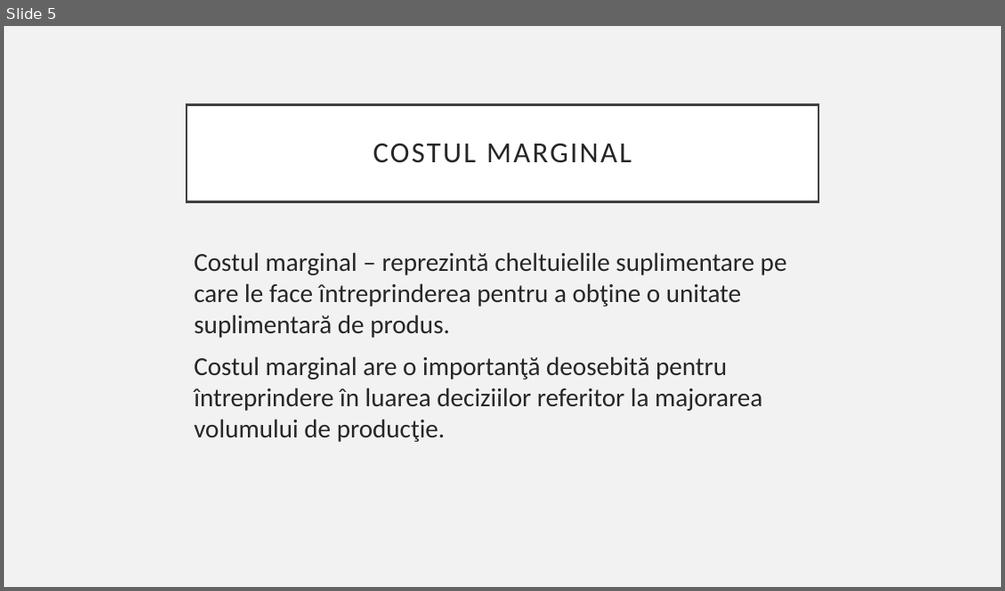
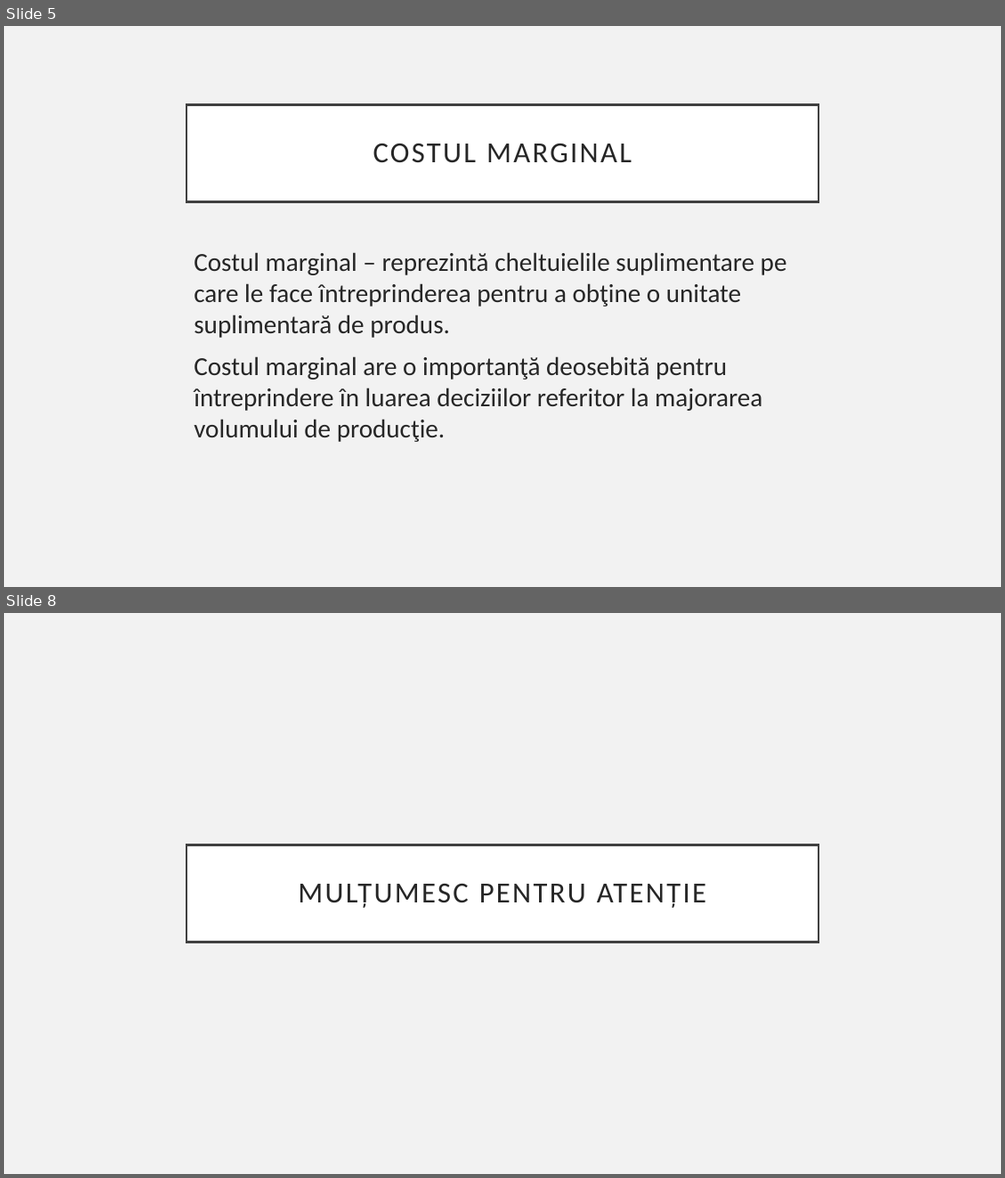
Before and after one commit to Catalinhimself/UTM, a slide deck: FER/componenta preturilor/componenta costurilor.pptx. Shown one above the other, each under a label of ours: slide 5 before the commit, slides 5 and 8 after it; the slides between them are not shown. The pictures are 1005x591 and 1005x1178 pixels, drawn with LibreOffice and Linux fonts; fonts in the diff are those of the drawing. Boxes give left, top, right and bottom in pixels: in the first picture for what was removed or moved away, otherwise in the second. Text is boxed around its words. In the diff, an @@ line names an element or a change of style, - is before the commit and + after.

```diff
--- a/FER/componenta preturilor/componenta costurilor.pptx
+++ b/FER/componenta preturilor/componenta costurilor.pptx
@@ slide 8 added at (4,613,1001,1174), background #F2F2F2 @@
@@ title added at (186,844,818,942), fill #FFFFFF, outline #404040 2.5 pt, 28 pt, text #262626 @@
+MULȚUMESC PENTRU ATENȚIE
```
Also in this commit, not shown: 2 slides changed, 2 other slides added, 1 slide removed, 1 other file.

▶ **WHAT IS NEEDED**
Return the entries above in full and unchanged, omitting every image.

▶ **WRITTEN SOLUTION**
Before and after one commit to Catalinhimself/UTM, a slide deck: FER/componenta preturilor/componenta costurilor.pptx. Shown one above the other, each under a label of ours: slide 5 before the commit, slides 5 and 8 after it; the slides between them are not shown. The pictures are 1005x591 and 1005x1178 pixels, drawn with LibreOffice and Linux fonts; fonts in the diff are those of the drawing. Boxes give left, top, right and bottom in pixels: in the first picture for what was removed or moved away, otherwise in the second. Text is boxed around its words. In the diff, an @@ line names an element or a change of style, - is before the commit and + after.

```diff
--- a/FER/componenta preturilor/componenta costurilor.pptx
+++ b/FER/componenta preturilor/componenta costurilor.pptx
@@ slide 8 added at (4,613,1001,1174), background #F2F2F2 @@
@@ title added at (186,844,818,942), fill #FFFFFF, outline #404040 2.5 pt, 28 pt, text #262626 @@
+MULȚUMESC PENTRU ATENȚIE
```
Also in this commit, not shown: 2 slides changed, 2 other slides added, 1 slide removed, 1 other file.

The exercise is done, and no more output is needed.